Наука и религия | страница 45
Неудивительно, что картезианское учение уступило место (во Франции XVIII века) чистому материализму, который учил, что человек полностью подчинен физическим законам. Воле в этой философии места не было, исчезло и понятие греха. Не существует души, и, следовательно, не существует бессмертия, которое принадлежит лишь атомам, временно соединившимся в человеческое тело. Считалось, что эта философия в какой-то мере ответственна за крайности французской революции, и после царства террора ее стали бояться. Вначале она вызывала ужас у тех, кто находился с Францией в состоянии войны, а затем, после 1814 года, ее стали опасаться и поддерживавшие правительство французы. Англия снова впала в ортодоксию, Германия восприняла идеализм последователей Канта. Позднее зародилось романтическое движение, превыше всего ценившее эмоции и не желавшее слышать о том, что человеческие действия управляются при помощи математических формул.
Тем временем люди, не любившие материализм, находили прибежище или в мистике, или в идее витальной силы: одни полагали, что наука никогда не сможет понять человеческое тело, другие заявляли, что она сделает это только в том случае, если привлечет к объяснению принципы, которые будут отличаться от химических и физических принципов. Эти взгляды не пользуются сегодня популярностью среди биологов, хотя последний взгляд все же имеет нескольких сторонников. Работа, проведенная в последнее время в эмбриологии, биохимии и органике, делает все более вероятным, что характеристики живой материи полностью объясняются действием химических и физических причин.
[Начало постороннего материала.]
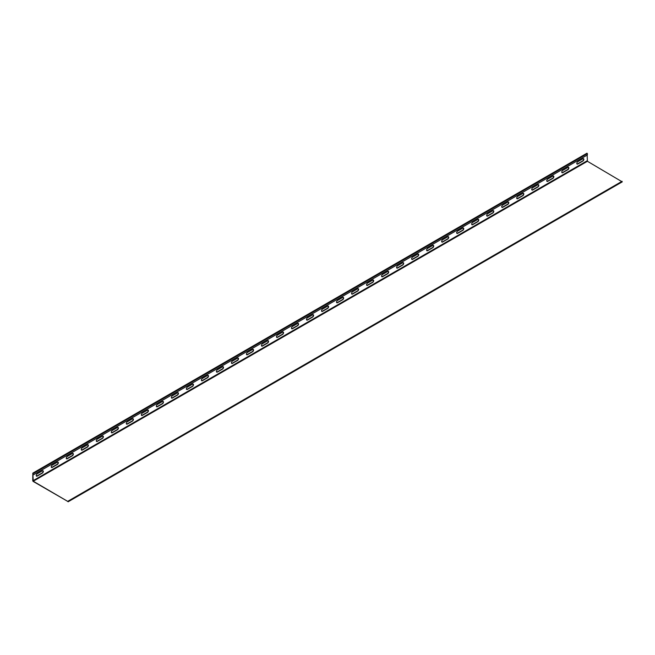 <?xml version="1.0" encoding="UTF-8"?>
<svg xmlns="http://www.w3.org/2000/svg" width="655" height="655" viewBox="0 0 655 655"><rect width="100%" height="100%" fill="white"/><g stroke="black" fill="none" stroke-linecap="round" stroke-linejoin="round"><path stroke-width="0.98" d="M66.777 500.829L33.258 481.22L32.824 473.131L32.75 480.598A0.721 0.418 -120 0 0 33.258 481.482L67.94 501.517M587.134 155.129L587.42 161.286L622.25 181.869L68.161 501.648M42.329 470.855A1.4 0.811 -60 0 1 43.025 470.781A1.4 0.811 -60 0 1 43.238 471.903A1.4 0.811 -60 0 1 42.329 473.139L37.229 476.087A1.4 0.811 -60 0 1 36.524 476.152A1.4 0.811 -60 0 1 36.312 475.031A1.4 0.811 -60 0 1 37.229 473.794L42.329 470.855M57.345 462.184A1.4 0.811 -60 0 1 58.041 462.111A1.4 0.811 -60 0 1 58.254 463.232A1.4 0.811 -60 0 1 57.345 464.469L52.244 467.416A1.4 0.811 -60 0 1 51.54 467.482A1.4 0.811 -60 0 1 51.327 466.36A1.4 0.811 -60 0 1 52.244 465.124L57.345 462.184M72.353 453.514A1.4 0.811 -60 0 1 73.057 453.44A1.4 0.811 -60 0 1 73.27 454.57A1.4 0.811 -60 0 1 72.353 455.806L67.26 458.746A1.4 0.811 -60 0 1 66.556 458.819A1.4 0.811 -60 0 1 66.343 457.689A1.4 0.811 -60 0 1 67.26 456.453L72.353 453.514M87.369 444.843A1.4 0.811 -60 0 1 88.073 444.778A1.4 0.811 -60 0 1 88.286 445.899A1.4 0.811 -60 0 1 87.369 447.136L82.276 450.075A1.4 0.811 -60 0 1 81.572 450.149A1.4 0.811 -60 0 1 81.359 449.027A1.4 0.811 -60 0 1 82.276 447.791L87.369 444.843M102.385 436.173A1.4 0.811 -60 0 1 103.089 436.107A1.4 0.811 -60 0 1 103.302 437.229A1.4 0.811 -60 0 1 102.385 438.465L97.292 441.413A1.4 0.811 -60 0 1 96.588 441.478A1.4 0.811 -60 0 1 96.375 440.357A1.4 0.811 -60 0 1 97.292 439.12L102.385 436.173M117.401 427.502A1.4 0.811 -60 0 1 118.105 427.437A1.4 0.811 -60 0 1 118.318 428.558A1.4 0.811 -60 0 1 117.401 429.795L112.3 432.742A1.4 0.811 -60 0 1 111.604 432.808A1.4 0.811 -60 0 1 111.391 431.686A1.4 0.811 -60 0 1 112.3 430.45L117.401 427.502M132.416 418.84A1.4 0.811 -60 0 1 133.121 418.766A1.4 0.811 -60 0 1 133.333 419.888A1.4 0.811 -60 0 1 132.416 421.124L127.316 424.072A1.4 0.811 -60 0 1 126.62 424.137A1.4 0.811 -60 0 1 126.407 423.015A1.4 0.811 -60 0 1 127.316 421.779L132.416 418.84M147.432 410.169A1.4 0.811 -60 0 1 148.136 410.095A1.4 0.811 -60 0 1 148.349 411.225A1.4 0.811 -60 0 1 147.432 412.453L142.332 415.401A1.4 0.811 -60 0 1 141.636 415.475A1.4 0.811 -60 0 1 141.423 414.345A1.4 0.811 -60 0 1 142.332 413.108L147.432 410.169M162.448 401.499A1.4 0.811 -60 0 1 163.152 401.425A1.4 0.811 -60 0 1 163.365 402.555A1.4 0.811 -60 0 1 162.448 403.791L157.347 406.73A1.4 0.811 -60 0 1 156.651 406.804A1.4 0.811 -60 0 1 156.43 405.674A1.4 0.811 -60 0 1 157.347 404.446L162.448 401.499M177.464 392.828A1.4 0.811 -60 0 1 178.168 392.763A1.4 0.811 -60 0 1 178.381 393.884A1.4 0.811 -60 0 1 177.464 395.121L172.363 398.06A1.4 0.811 -60 0 1 171.667 398.134A1.4 0.811 -60 0 1 171.446 397.012A1.4 0.811 -60 0 1 172.363 395.776L177.464 392.828M192.48 384.157A1.4 0.811 -60 0 1 193.184 384.092A1.4 0.811 -60 0 1 193.397 385.214A1.4 0.811 -60 0 1 192.48 386.45L187.379 389.398A1.4 0.811 -60 0 1 186.683 389.463A1.4 0.811 -60 0 1 186.462 388.341A1.4 0.811 -60 0 1 187.379 387.105L192.48 384.157M207.496 375.487A1.4 0.811 -60 0 1 208.2 375.421A1.4 0.811 -60 0 1 208.413 376.543A1.4 0.811 -60 0 1 207.496 377.779L202.395 380.727A1.4 0.811 -60 0 1 201.699 380.792A1.4 0.811 -60 0 1 201.478 379.671A1.4 0.811 -60 0 1 202.395 378.434L207.496 375.487M222.512 366.825A1.4 0.811 -60 0 1 223.216 366.751A1.4 0.811 -60 0 1 223.429 367.873A1.4 0.811 -60 0 1 222.512 369.109L217.411 372.056A1.4 0.811 -60 0 1 216.715 372.122A1.4 0.811 -60 0 1 216.494 371A1.4 0.811 -60 0 1 217.411 369.764L222.512 366.825M237.528 358.154A1.4 0.811 -60 0 1 238.232 358.08A1.4 0.811 -60 0 1 238.445 359.21A1.4 0.811 -60 0 1 237.528 360.447L232.427 363.386A1.4 0.811 -60 0 1 231.723 363.459A1.4 0.811 -60 0 1 231.51 362.33A1.4 0.811 -60 0 1 232.427 361.093L237.528 358.154M252.543 349.483A1.4 0.811 -60 0 1 253.248 349.418A1.4 0.811 -60 0 1 253.46 350.54A1.4 0.811 -60 0 1 252.543 351.776L247.443 354.715A1.4 0.811 -60 0 1 246.739 354.789A1.4 0.811 -60 0 1 246.526 353.667A1.4 0.811 -60 0 1 247.443 352.431L252.543 349.483M267.559 340.813A1.4 0.811 -60 0 1 268.263 340.747A1.4 0.811 -60 0 1 268.476 341.869A1.4 0.811 -60 0 1 267.559 343.105L262.459 346.045A1.4 0.811 -60 0 1 261.754 346.118A1.4 0.811 -60 0 1 261.541 344.997A1.4 0.811 -60 0 1 262.459 343.76L267.559 340.813M282.575 332.142A1.4 0.811 -60 0 1 283.271 332.077A1.4 0.811 -60 0 1 283.492 333.198A1.4 0.811 -60 0 1 282.575 334.435L277.474 337.382A1.4 0.811 -60 0 1 276.77 337.448A1.4 0.811 -60 0 1 276.557 336.326A1.4 0.811 -60 0 1 277.474 335.09L282.575 332.142M297.591 323.48A1.4 0.811 -60 0 1 298.287 323.406A1.4 0.811 -60 0 1 298.508 324.528A1.4 0.811 -60 0 1 297.591 325.764L292.49 328.712A1.4 0.811 -60 0 1 291.786 328.777A1.4 0.811 -60 0 1 291.573 327.656A1.4 0.811 -60 0 1 292.49 326.419L297.591 323.48M312.607 314.809A1.4 0.811 -60 0 1 313.303 314.736A1.4 0.811 -60 0 1 313.524 315.857A1.4 0.811 -60 0 1 312.607 317.094L307.506 320.041A1.4 0.811 -60 0 1 306.802 320.107A1.4 0.811 -60 0 1 306.589 318.985A1.4 0.811 -60 0 1 307.506 317.749L312.607 314.809M327.623 306.139A1.4 0.811 -60 0 1 328.319 306.065A1.4 0.811 -60 0 1 328.54 307.195A1.4 0.811 -60 0 1 327.623 308.431L322.522 311.371A1.4 0.811 -60 0 1 321.818 311.444A1.4 0.811 -60 0 1 321.605 310.314A1.4 0.811 -60 0 1 322.522 309.078L327.623 306.139M342.639 297.468A1.4 0.811 -60 0 1 343.335 297.403A1.4 0.811 -60 0 1 343.556 298.524A1.4 0.811 -60 0 1 342.639 299.761L337.538 302.7A1.4 0.811 -60 0 1 336.834 302.774A1.4 0.811 -60 0 1 336.621 301.652A1.4 0.811 -60 0 1 337.538 300.416L342.639 297.468M357.655 288.798A1.4 0.811 -60 0 1 358.351 288.732A1.4 0.811 -60 0 1 358.563 289.854A1.4 0.811 -60 0 1 357.655 291.09L352.554 294.038A1.4 0.811 -60 0 1 351.85 294.103A1.4 0.811 -60 0 1 351.637 292.981A1.4 0.811 -60 0 1 352.554 291.745L357.655 288.798M372.67 280.127A1.4 0.811 -60 0 1 373.366 280.062A1.4 0.811 -60 0 1 373.579 281.183A1.4 0.811 -60 0 1 372.67 282.42L367.57 285.367A1.4 0.811 -60 0 1 366.865 285.433A1.4 0.811 -60 0 1 366.653 284.311A1.4 0.811 -60 0 1 367.57 283.075L372.67 280.127M387.686 271.465A1.4 0.811 -60 0 1 388.382 271.391A1.4 0.811 -60 0 1 388.595 272.513A1.4 0.811 -60 0 1 387.686 273.749L382.585 276.697A1.4 0.811 -60 0 1 381.881 276.762A1.4 0.811 -60 0 1 381.668 275.64A1.4 0.811 -60 0 1 382.585 274.404L387.686 271.465M402.694 262.794A1.4 0.811 -60 0 1 403.398 262.721A1.4 0.811 -60 0 1 403.611 263.85A1.4 0.811 -60 0 1 402.694 265.078L397.601 268.026A1.4 0.811 -60 0 1 396.897 268.1A1.4 0.811 -60 0 1 396.684 266.97A1.4 0.811 -60 0 1 397.601 265.733L402.694 262.794M417.71 254.124A1.4 0.811 -60 0 1 418.414 254.05A1.4 0.811 -60 0 1 418.627 255.18A1.4 0.811 -60 0 1 417.71 256.416L412.617 259.355A1.4 0.811 -60 0 1 411.913 259.429A1.4 0.811 -60 0 1 411.7 258.299A1.4 0.811 -60 0 1 412.617 257.071L417.71 254.124M432.726 245.453A1.4 0.811 -60 0 1 433.43 245.388A1.4 0.811 -60 0 1 433.643 246.509A1.4 0.811 -60 0 1 432.726 247.746L427.633 250.685A1.4 0.811 -60 0 1 426.929 250.759A1.4 0.811 -60 0 1 426.716 249.637A1.4 0.811 -60 0 1 427.633 248.401L432.726 245.453M447.742 236.782A1.4 0.811 -60 0 1 448.446 236.717A1.4 0.811 -60 0 1 448.659 237.839A1.4 0.811 -60 0 1 447.742 239.075L442.641 242.023A1.4 0.811 -60 0 1 441.945 242.088A1.4 0.811 -60 0 1 441.732 240.966A1.4 0.811 -60 0 1 442.641 239.73L447.742 236.782M462.758 228.112A1.4 0.811 -60 0 1 463.462 228.046A1.4 0.811 -60 0 1 463.675 229.168A1.4 0.811 -60 0 1 462.758 230.404L457.657 233.352A1.4 0.811 -60 0 1 456.961 233.417A1.4 0.811 -60 0 1 456.748 232.296A1.4 0.811 -60 0 1 457.657 231.059L462.758 228.112M477.773 219.45A1.4 0.811 -60 0 1 478.477 219.376A1.4 0.811 -60 0 1 478.69 220.498A1.4 0.811 -60 0 1 477.773 221.734L472.673 224.681A1.4 0.811 -60 0 1 471.977 224.747A1.4 0.811 -60 0 1 471.756 223.625A1.4 0.811 -60 0 1 472.673 222.389L477.773 219.45M492.789 210.779A1.4 0.811 -60 0 1 493.493 210.705A1.4 0.811 -60 0 1 493.706 211.835A1.4 0.811 -60 0 1 492.789 213.072L487.688 216.011A1.4 0.811 -60 0 1 486.992 216.085A1.4 0.811 -60 0 1 486.771 214.955A1.4 0.811 -60 0 1 487.688 213.718L492.789 210.779M507.805 202.108A1.4 0.811 -60 0 1 508.509 202.043A1.4 0.811 -60 0 1 508.722 203.165A1.4 0.811 -60 0 1 507.805 204.401L502.704 207.34A1.4 0.811 -60 0 1 502.008 207.414A1.4 0.811 -60 0 1 501.787 206.292A1.4 0.811 -60 0 1 502.704 205.056L507.805 202.108M582.885 158.764A1.4 0.811 -60 0 1 583.589 158.69A1.4 0.811 -60 0 1 583.801 159.82A1.4 0.811 -60 0 1 582.885 161.056L577.784 163.996A1.4 0.811 -60 0 1 577.08 164.069A1.4 0.811 -60 0 1 576.867 162.939A1.4 0.811 -60 0 1 577.784 161.711L582.885 158.764M522.821 193.438A1.4 0.811 -60 0 1 523.525 193.372A1.4 0.811 -60 0 1 523.738 194.494A1.4 0.811 -60 0 1 522.821 195.73L517.72 198.67A1.4 0.811 -60 0 1 517.024 198.743A1.4 0.811 -60 0 1 516.803 197.622A1.4 0.811 -60 0 1 517.72 196.385L522.821 193.438M537.837 184.767A1.4 0.811 -60 0 1 538.541 184.702A1.4 0.811 -60 0 1 538.754 185.823A1.4 0.811 -60 0 1 537.837 187.06L532.736 190.007A1.4 0.811 -60 0 1 532.04 190.073A1.4 0.811 -60 0 1 531.819 188.951A1.4 0.811 -60 0 1 532.736 187.715L537.837 184.767M552.853 176.105A1.4 0.811 -60 0 1 553.557 176.031A1.4 0.811 -60 0 1 553.77 177.153A1.4 0.811 -60 0 1 552.853 178.389L547.752 181.337A1.4 0.811 -60 0 1 547.048 181.402A1.4 0.811 -60 0 1 546.835 180.281A1.4 0.811 -60 0 1 547.752 179.044L552.853 176.105M567.869 167.434A1.4 0.811 -60 0 1 568.573 167.361A1.4 0.811 -60 0 1 568.786 168.482A1.4 0.811 -60 0 1 567.869 169.719L562.768 172.666A1.4 0.811 -60 0 1 562.064 172.74A1.4 0.811 -60 0 1 561.851 171.61A1.4 0.811 -60 0 1 562.768 170.374L567.869 167.434M42.902 470.732A1.4 0.811 -60 0 1 42.984 471.878A1.4 0.811 -60 0 1 42.1 473.008L36.999 475.956A1.4 0.811 -60 0 1 36.418 476.07M57.918 462.062A1.4 0.811 -60 0 1 58 463.208A1.4 0.811 -60 0 1 57.116 464.338L52.015 467.285A1.4 0.811 -60 0 1 51.434 467.408M72.934 453.391A1.4 0.811 -60 0 1 73.016 454.537A1.4 0.811 -60 0 1 72.132 455.675L67.031 458.615A1.4 0.811 -60 0 1 66.45 458.737M87.95 444.729A1.4 0.811 -60 0 1 88.032 445.875A1.4 0.811 -60 0 1 87.148 447.005L82.047 449.944A1.4 0.811 -60 0 1 81.466 450.067M102.966 436.058A1.4 0.811 -60 0 1 103.04 437.204A1.4 0.811 -60 0 1 102.164 438.334L97.063 441.282A1.4 0.811 -60 0 1 96.481 441.396M117.982 427.387A1.4 0.811 -60 0 1 118.056 428.534A1.4 0.811 -60 0 1 117.18 429.664L112.079 432.611A1.4 0.811 -60 0 1 111.497 432.726M132.998 418.717A1.4 0.811 -60 0 1 133.071 419.863A1.4 0.811 -60 0 1 132.195 420.993L127.095 423.941A1.4 0.811 -60 0 1 126.513 424.055M148.014 410.046A1.4 0.811 -60 0 1 148.087 411.193A1.4 0.811 -60 0 1 147.211 412.322L142.11 415.27A1.4 0.811 -60 0 1 141.529 415.393M163.03 401.376A1.4 0.811 -60 0 1 163.103 402.522A1.4 0.811 -60 0 1 162.227 403.66L157.126 406.599A1.4 0.811 -60 0 1 156.545 406.722M178.045 392.713A1.4 0.811 -60 0 1 178.119 393.86A1.4 0.811 -60 0 1 177.235 394.99L172.142 397.929A1.4 0.811 -60 0 1 171.561 398.052M193.061 384.043A1.4 0.811 -60 0 1 193.135 385.189A1.4 0.811 -60 0 1 192.251 386.319L187.158 389.267A1.4 0.811 -60 0 1 186.577 389.381M208.077 375.372A1.4 0.811 -60 0 1 208.151 376.519A1.4 0.811 -60 0 1 207.267 377.648L202.174 380.596A1.4 0.811 -60 0 1 201.593 380.711M223.093 366.702A1.4 0.811 -60 0 1 223.167 367.848A1.4 0.811 -60 0 1 222.282 368.978L217.182 371.925A1.4 0.811 -60 0 1 216.608 372.04M238.109 358.031A1.4 0.811 -60 0 1 238.183 359.177A1.4 0.811 -60 0 1 237.298 360.315L232.198 363.255A1.4 0.811 -60 0 1 231.624 363.378M253.125 349.361A1.4 0.811 -60 0 1 253.198 350.507A1.4 0.811 -60 0 1 252.314 351.645L247.213 354.584A1.4 0.811 -60 0 1 246.64 354.707M268.141 340.698A1.4 0.811 -60 0 1 268.214 341.844A1.4 0.811 -60 0 1 267.33 342.974L262.229 345.922A1.4 0.811 -60 0 1 261.656 346.036M283.148 332.028A1.4 0.811 -60 0 1 283.23 333.174A1.4 0.811 -60 0 1 282.346 334.304L277.245 337.251A1.4 0.811 -60 0 1 276.672 337.366M298.164 323.357A1.4 0.811 -60 0 1 298.246 324.503A1.4 0.811 -60 0 1 297.362 325.633L292.261 328.581A1.4 0.811 -60 0 1 291.688 328.695M313.18 314.687A1.4 0.811 -60 0 1 313.262 315.833A1.4 0.811 -60 0 1 312.378 316.963L307.277 319.91A1.4 0.811 -60 0 1 306.704 320.033M328.196 306.016A1.4 0.811 -60 0 1 328.278 307.162A1.4 0.811 -60 0 1 327.394 308.3L322.293 311.24A1.4 0.811 -60 0 1 321.711 311.362M343.212 297.354A1.4 0.811 -60 0 1 343.294 298.5A1.4 0.811 -60 0 1 342.409 299.63L337.309 302.569A1.4 0.811 -60 0 1 336.727 302.692M358.228 288.683A1.4 0.811 -60 0 1 358.31 289.829A1.4 0.811 -60 0 1 357.425 290.959L352.325 293.907A1.4 0.811 -60 0 1 351.743 294.021M373.244 280.012A1.4 0.811 -60 0 1 373.325 281.159A1.4 0.811 -60 0 1 372.441 282.289L367.34 285.236A1.4 0.811 -60 0 1 366.759 285.351M388.259 271.342A1.4 0.811 -60 0 1 388.341 272.488A1.4 0.811 -60 0 1 387.457 273.618L382.356 276.566A1.4 0.811 -60 0 1 381.775 276.68M403.275 262.671A1.4 0.811 -60 0 1 403.357 263.818A1.4 0.811 -60 0 1 402.473 264.947L397.372 267.895A1.4 0.811 -60 0 1 396.791 268.018M418.291 254.001A1.4 0.811 -60 0 1 418.365 255.147A1.4 0.811 -60 0 1 417.489 256.285L412.388 259.224A1.4 0.811 -60 0 1 411.807 259.347M433.307 245.338A1.4 0.811 -60 0 1 433.381 246.485A1.4 0.811 -60 0 1 432.505 247.615L427.404 250.554A1.4 0.811 -60 0 1 426.823 250.677M448.323 236.668A1.4 0.811 -60 0 1 448.397 237.814A1.4 0.811 -60 0 1 447.521 238.944L442.42 241.891A1.4 0.811 -60 0 1 441.838 242.006M463.339 227.997A1.4 0.811 -60 0 1 463.412 229.144A1.4 0.811 -60 0 1 462.536 230.273L457.436 233.221A1.4 0.811 -60 0 1 456.854 233.336M478.355 219.327A1.4 0.811 -60 0 1 478.428 220.473A1.4 0.811 -60 0 1 477.552 221.603L472.451 224.55A1.4 0.811 -60 0 1 471.87 224.673M493.371 210.656A1.4 0.811 -60 0 1 493.444 211.802A1.4 0.811 -60 0 1 492.56 212.94L487.467 215.88A1.4 0.811 -60 0 1 486.886 216.003M508.386 201.986A1.4 0.811 -60 0 1 508.46 203.132A1.4 0.811 -60 0 1 507.576 204.27L502.483 207.209A1.4 0.811 -60 0 1 501.902 207.332M583.466 158.641A1.4 0.811 -60 0 1 583.539 159.787A1.4 0.811 -60 0 1 582.655 160.925L577.554 163.865A1.4 0.811 -60 0 1 576.981 163.987M523.402 193.323A1.4 0.811 -60 0 1 523.476 194.47A1.4 0.811 -60 0 1 522.592 195.599L517.499 198.547A1.4 0.811 -60 0 1 516.918 198.661M538.418 184.653A1.4 0.811 -60 0 1 538.492 185.799A1.4 0.811 -60 0 1 537.608 186.929L532.507 189.876A1.4 0.811 -60 0 1 531.934 189.991M553.434 175.982A1.4 0.811 -60 0 1 553.508 177.128A1.4 0.811 -60 0 1 552.624 178.258L547.523 181.206A1.4 0.811 -60 0 1 546.95 181.32M568.45 167.312A1.4 0.811 -60 0 1 568.524 168.458A1.4 0.811 -60 0 1 567.639 169.588L562.539 172.535A1.4 0.811 -60 0 1 561.965 172.658M32.987 473.147L586.978 153.196L587.388 153.63L587.388 154.981L33.233 474.924M66.744 500.846L67.923 501.525M67.923 501.231L622.078 181.296M33.258 481.22L587.42 161.286M32.979 480.729L587.134 160.794M33.233 473.565L587.388 153.63M586.978 153.196L32.824 473.131M622.25 181.869L68.095 501.804"/></g></svg>

Теория эволюции также внесла свой вклад в доказательство того, что принципы, применимые к животным, применимы и к человеческому телу. Но вернемся к психологии и теории воли. Всегда считалось, что многие воления, а возможно и большинство из них, имеют причины; однако ортодоксальные философы полагали, что, в отличие от причин, действующих в физическом мире, из этих причин следствия не вытекают с необходимостью. Простой акт воли создает возможность сопротивляться даже самым сильным желаниям, и потому стали думать, что, когда нами руководит страсть, наши действия не свободны, так как имеют причины; но есть способность, иногда называемая «разумом», а иногда «совестью», которая, если мы ей следуем, дает Подлинную свободу. Таким образом, «подлинная» свобода, в отличие от пустой прихоти, заключается в послушном выполнении морального закона. Гегельянцы сделали еще один шаг и отождествили моральный закон с законом государства, так что истинная свобода состояла теперь в послушании полицейским властям. Правительствам эта философия пришлась по душе.